Distribute work unevenly across the week — load high-capacity days, lighten low ones
Allocate weekly focused work hours unevenly based on predicted daily capacity levels (more hours to high-capacity days, fewer to low-capacity days) rather than distributing work uniformly across all days.
Why This Is a Rule
Uniform daily allocation — planning the same amount of deep work every day — ignores the reality that your capacity varies predictably across the week. Monday after a restful weekend is typically higher capacity than Friday afternoon after a draining week. Days with heavy meeting loads have less available deep work time than meeting-free days. Days following poor sleep perform differently than days following good sleep.
Uneven allocation matches work load to predictable capacity variation. If you know Tuesdays and Wednesdays are your highest-capacity days (few meetings, post-weekend recovery complete, not yet depleted), load them with 5-6 hours of deep work. If Mondays have three hours of meetings and Fridays are typically low-energy, plan for 2-3 hours of deep work on those days.

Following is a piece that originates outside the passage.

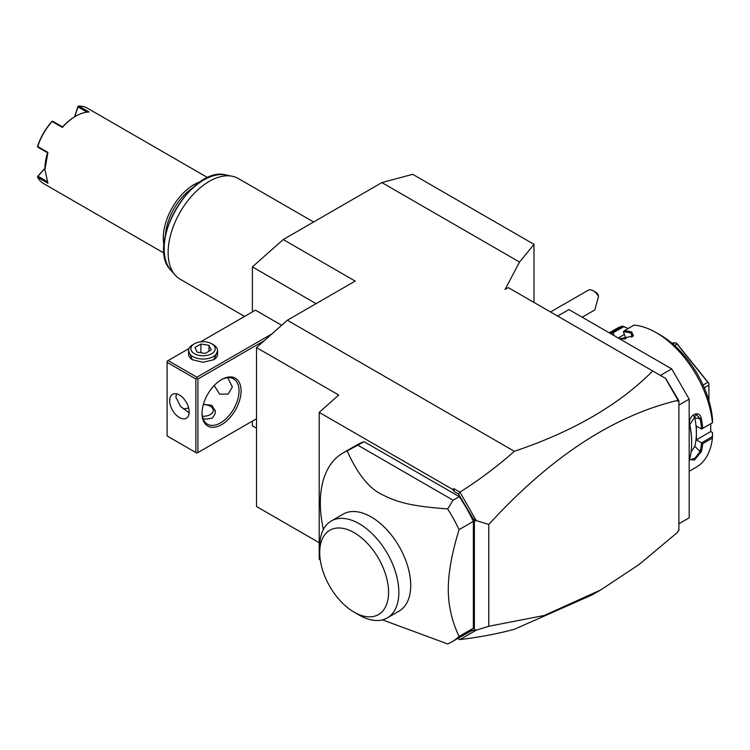 <?xml version="1.0" encoding="UTF-8"?>
<svg xmlns="http://www.w3.org/2000/svg" width="750" height="750" viewBox="0 0 750 750"><rect width="100%" height="100%" fill="white"/><g stroke="black" fill="none" stroke-linecap="round" stroke-linejoin="round"><path stroke-width="1.12" d="M252.394 311.934L252.394 266.887L283.228 239.55L381.891 182.587L412.725 174.319L533.991 244.341L533.991 302.438M256.509 428.184L252.394 425.812L252.394 421.116M381.891 182.587L519.553 262.059L505.031 289.5L508.303 287.606L665.606 378.422L678.9 400.753L678.9 530.475L677.878 531.075L677.878 532.078L639.066 564.525L600.637 589.978L544.312 615.459L488.775 626.287L476.212 630.188L459.928 639.591C479.606 637.209 497.737 633.769 514.331 629.306L592.134 594.891L600.637 589.978M458.147 638.241L471.262 630.975L474.384 630.066L474.384 520.706L458.409 493.922L454.172 491.475L453.797 488.625L459.938 492.169C479.606 479.672 497.737 466.05 514.331 451.294C572.878 431.663 619.003 404.887 652.716 370.978M514.331 451.294L287.344 320.241L355.172 281.081L283.228 239.55M557.634 316.088L568.941 309.562L671.709 368.897L689.184 399.159L689.184 517.828L678.9 523.762M660.403 375.422L671.709 368.897M678.9 405.094L689.184 399.159M702.769 443.634L696.375 439.866L710.766 431.559L712.481 432.544L712.425 438.056L702.769 443.634A79.941 46.153 60 0 1 701.306 451.706L694.444 460.003L689.587 459.544L689.794 458.353A79.941 46.153 -120 0 0 691.65 442.828A79.941 46.153 -120 0 0 689.794 425.166L689.812 424.65A79.069 45.647 60 0 1 691.65 442.116A79.069 45.647 60 0 1 691.65 442.472M712.425 438.056A79.941 46.153 60 0 1 696.262 467.203L689.184 471.291M712.5 436.509L701.541 442.847M701.597 442.959A79.069 45.647 60 0 1 700.087 451.537L695.184 458.062L690.019 459.844L689.653 458.972M696.375 439.866L696.375 432.984A71.222 41.119 60 0 1 694.847 446.306L691.05 451.931M701.306 451.706L700.087 451.537L694.847 446.306M689.794 425.166C687.244 415.763 699.403 408.75 701.306 418.519A79.941 46.153 60 0 1 702.769 428.278L712.5 422.747L712.481 418.781A74.128 42.797 60 0 0 660.403 335.072L656.297 332.7A79.941 46.153 60 0 1 712.425 422.7M621.825 338.925L625.997 338.55L623.419 331.894L624.328 330.703L633.984 325.125A79.941 46.153 60 0 1 656.297 332.7M624.328 330.703A79.941 46.153 60 0 1 631.744 331.988L633.084 336.112L620.231 338.634A79.941 46.153 -120 0 0 618.609 338.241M609.422 332.934A79.941 46.153 60 0 1 612.806 331.725L622.472 326.147L628.191 328.472M609.244 332.831L616.322 328.744A79.941 46.153 60 0 1 622.472 326.147M701.306 418.519L700.087 418.716A79.069 45.647 60 0 1 701.597 429.028L702.769 428.278M693.506 415.069L694.847 417.891A71.222 41.119 60 0 1 696.375 432.984L696.375 426.094L701.597 429.028M701.541 429.075L712.5 422.747M623.447 331.809A79.069 45.647 60 0 1 631.284 333.122L633.309 334.809L632.728 336.441M631.744 331.988L631.284 333.122L631.838 337.059M610.481 333.544A79.069 45.647 60 0 1 613.003 332.747L612.806 331.725M614.212 335.7L613.097 332.822L624.056 326.494M624.403 334.434L618.206 338.006M710.766 431.559L710.766 423.75M621.928 338.934A71.222 41.119 60 0 1 625.369 338.944M703.069 385.069L707.85 382.312L708.909 383.381L708.909 400.678M674.578 345.516L677.091 344.062L707.85 382.312M704.25 387.759L708.909 385.069M672.881 344.025L674.963 342.825L676.556 343.134L677.091 344.062M676.556 343.134L708.909 383.381M671.803 343.106L674.963 342.825M689.812 424.65L696.3 414.534L700.087 418.716L694.847 417.891M457.838 638.419L459.938 639.628L458.409 638.4M287.344 320.241L256.509 347.578L256.509 506.512L319.2 542.709M453.797 488.625L452.803 489.497L319.2 412.369L319.2 559.209L320.25 559.819M319.2 412.369L338.728 395.053L256.509 347.578M678.9 400.753L677.878 401.344L677.878 400.341C613.35 415.791 550.312 457.172 488.775 524.475L476.212 520.575L459.938 492.169M677.878 400.341L676.659 397.566M665.4 378.309L677.878 399.919M458.409 493.922L459.928 492.375M454.172 491.475L452.803 489.497M473.363 521.391A109.003 62.934 -120 0 0 459.281 496.65L453.113 500.212L447.647 508.931A109.003 62.934 60 0 1 459.084 529.631L473.363 521.391L473.363 628.191A109.003 62.934 -120 0 1 466.2 633.591L451.922 641.841A109.003 62.934 -120 0 0 459.084 636.441L473.363 628.191M459.281 496.65L364.106 441.703A109.003 62.934 -120 0 0 357.188 444.788L342.909 453.028A109.003 62.934 -120 0 0 320.334 502.931A109.003 62.934 -120 0 0 323.391 529.5M471.262 630.975L475.453 629.766L476.212 630.188M475.453 629.766L474.384 630.066M476.212 520.575L474.384 520.706M488.775 524.475L488.775 626.287M471.262 516.197L475.453 521.006M459.084 529.631C451.875 553.097 448.275 572.972 448.284 589.266C448.275 605.578 451.875 621.309 459.084 636.441M382.462 619.866L447.647 643.941A109.003 62.934 -120 0 0 451.922 641.841M364.106 441.703L347.184 450.928A109.003 62.934 -120 0 0 342.909 453.028M453.113 500.212L357.938 445.256M447.647 508.931C410.663 506.128 397.162 502.322 381.984 494.503C369.075 488.438 357.478 473.906 347.184 450.928M331.303 520.988L343.172 514.134A55.959 32.306 60 0 1 386.288 529.134A55.959 32.306 60 0 1 410.719 585.441A55.959 32.306 60 0 1 399.131 611.062L387.262 617.916A55.959 32.306 -120 0 0 398.841 593.353A55.959 32.306 -120 0 0 374.841 536.428A55.959 32.306 -120 0 0 331.303 520.988A55.959 32.306 -120 0 0 319.716 546.609L319.716 552.544A48.694 28.116 -120 0 0 354.141 612.169A48.694 28.116 -120 0 0 388.575 592.294A48.694 28.116 -120 0 0 354.141 532.659A48.694 28.116 -120 0 0 319.716 552.544M354.141 612.169L359.278 615.141A55.959 32.306 -120 0 0 387.262 617.916M316.078 303.647L252.394 266.887M281.663 325.275L255.478 310.153L200.597 341.841M271.997 333.844L196.903 377.203L168.122 360.591L189 348.534M168.122 360.591L167.091 361.181L167.091 435.947L195.872 452.559L195.872 378.984L167.091 362.372M217.603 350.784L213.853 359.7L203.062 362.278L192.272 359.7L188.531 350.784M196.903 377.203L196.903 378.394L197.925 378.984L264.328 340.65M197.925 378.984L197.925 452.559L256.509 418.744M241.088 390.853A27.619 15.947 -60 0 1 221.569 424.669A27.619 15.947 -60 0 1 202.041 413.4L202.041 413.4A27.619 15.947 -60 0 1 221.569 379.575A27.619 15.947 -60 0 1 241.088 390.853M197.925 452.559L196.903 453.15L195.872 452.559M195.872 378.984L196.903 378.394M189.188 411.919A13.809 7.969 60 0 1 186.328 418.238A13.809 7.969 60 0 1 175.688 414.534A13.809 7.969 60 0 1 169.669 400.641A13.809 7.969 60 0 1 172.528 394.322A13.809 7.969 60 0 1 183.159 398.025A13.809 7.969 60 0 1 189.188 411.919M176.512 393.834L175.828 397.078L180.506 406.434L189.159 412.819M221.044 379.884A26.166 15.103 -60 0 1 233.616 378.872A26.166 15.103 -60 0 1 239.034 390.853A26.166 15.103 -60 0 1 227.616 417.178A26.166 15.103 -60 0 1 207.459 424.191A26.166 15.103 -60 0 1 202.041 412.791M227.737 377.7L232.359 386.991L228.159 394.088L219.619 394.125L214.181 385.519M183.141 408.797A26.166 15.103 120 0 0 188.616 407.784M203.091 418.716L206.325 419.091L212.316 418.144L214.978 414.094L215.419 411.581L211.903 405.291L203.391 404.381M215.409 411.947A12.356 7.134 0 0 0 211.8 407.166L210.262 406.275A10.172 5.878 0 0 0 203.334 404.559M202.416 416.297A10.172 5.878 180 0 0 210.262 414.591A10.172 5.878 0 0 0 210.262 406.275M192.534 359.85A14.531 8.391 180 0 1 188.531 354.066L188.531 350.653A14.531 8.391 180 0 1 192.787 344.719L194.456 343.753L192.787 344.719M211.678 343.753A12.178 7.031 0 0 0 194.456 343.753A12.178 7.031 180 0 0 194.456 353.691A12.178 7.031 180 0 0 211.678 353.691A12.178 7.031 0 0 0 211.678 343.753L213.347 344.719A14.531 8.391 0 0 1 217.603 350.653A14.531 8.391 0 0 1 213.347 356.588A14.531 8.391 180 0 1 197.503 358.406A14.531 8.391 180 0 1 188.531 350.653M217.603 350.653L217.603 354.066A14.531 8.391 180 0 1 213.591 359.85M197.128 352.153L194.963 347.466L200.897 344.044L208.997 345.3L211.172 349.978L205.237 353.4L197.128 352.153M200.897 344.044L200.897 352.734M208.997 345.3L208.997 351.234M593.25 290.775L595.303 291.966A7.266 4.2 60 0 1 598.134 294.572L598.528 296.494A10.172 5.878 -120 0 0 595.931 292.922A10.172 5.878 -120 0 0 593.25 290.775A10.172 5.878 -120 0 0 588.159 290.269L550.538 311.991M598.528 296.494L594.806 309.938L582.197 317.213M519.553 262.059L533.991 244.341M244.613 316.425L180.159 279.216A58.134 33.562 -60 0 1 175.181 275.119A58.134 33.562 -60 0 1 168.122 252.6A58.134 33.562 -60 0 1 189.956 198.066A58.134 33.562 -60 0 1 232.266 176.25A58.134 33.562 -60 0 1 238.303 178.519L313.612 222M192.619 187.903A42.15 24.338 120 0 0 165.459 234.966M200.906 181.5A43.603 25.172 120 0 0 163.294 237.947A43.603 25.172 120 0 0 164.044 245.344M207.825 177.703L87.253 108.094A43.603 25.172 120 0 0 78.806 106.059L89.081 111.994A43.603 25.172 120 0 0 75.731 116.184A43.603 25.172 120 0 0 62.372 127.416L52.097 121.481A43.603 25.172 120 0 0 37.659 146.475L47.944 152.409L44.897 169.594L47.944 183.253L37.659 177.319A43.603 25.172 120 0 0 43.65 183.619L164.222 253.228M44.897 169.247A42.731 24.675 -60 0 1 47.616 152.841L37.959 147.263L37.659 146.475M74.597 116.85L77.925 106.5L78.806 106.059M87.084 112.134L77.981 106.884L78.075 106.294M75.422 116.372A42.731 24.675 120 0 0 75.113 116.541A42.731 24.675 120 0 0 62.578 126.919L62.372 127.416M52.097 121.481L52.922 121.35L62.578 126.919M52.2 121.228L51.75 121.612A42.731 24.675 -60 0 0 37.603 146.109L37.5 146.691M37.659 177.319L37.959 176.194L47.062 181.453M37.959 176.194L44.897 168.534M37.5 176.578L44.906 168.281M74.822 116.719L77.981 106.884M232.266 176.25L226.05 174.984A56.091 32.381 120 0 0 175.781 209.55A56.091 32.381 120 0 0 170.981 270.375L175.181 275.119M691.65 442.116L691.65 442.828M226.05 174.984C191.784 165 145.191 245.691 170.981 270.375M75.113 116.541L75.731 116.184"/></g></svg>

The total weekly output is the same or higher than uniform allocation because you're spending high-capacity hours on demanding work and low-capacity hours on appropriate work. Uniform allocation wastes high-capacity hours on easy tasks and forces low-capacity hours into impossible deep work.
When This Fires
- During weekly planning sessions when allocating work across days
- When you notice consistent patterns in which days feel productive and which don't
- After tracking daily capacity for 2+ weeks and seeing predictable variation
- Any weekly planning context where you're currently distributing work uniformly
Common Failure Mode
Planning uniformly because it feels "fair" to each day: 4 hours of deep work per day, every day. This ignores that some days genuinely have more available capacity than others. The result: meeting-heavy days fail to hit the deep work target (guilt), and light days have leftover capacity that's wasted on shallow work (inefficiency).
The Protocol
During weekly planning: (1) Predict each day's available capacity based on meeting load, known energy patterns, and any scheduled events. (2) Allocate deep work hours proportionally: more hours to high-capacity days, fewer to low-capacity days. (3) A reasonable distribution might be: Monday 3h, Tuesday 5h, Wednesday 5h, Thursday 4h, Friday 2h — totaling 19h, the same as a uniform 3.8h/day but much more achievable. (4) Track actual vs. planned to refine predictions. After 3-4 weeks, your weekly allocation pattern will stabilize around your real capacity profile.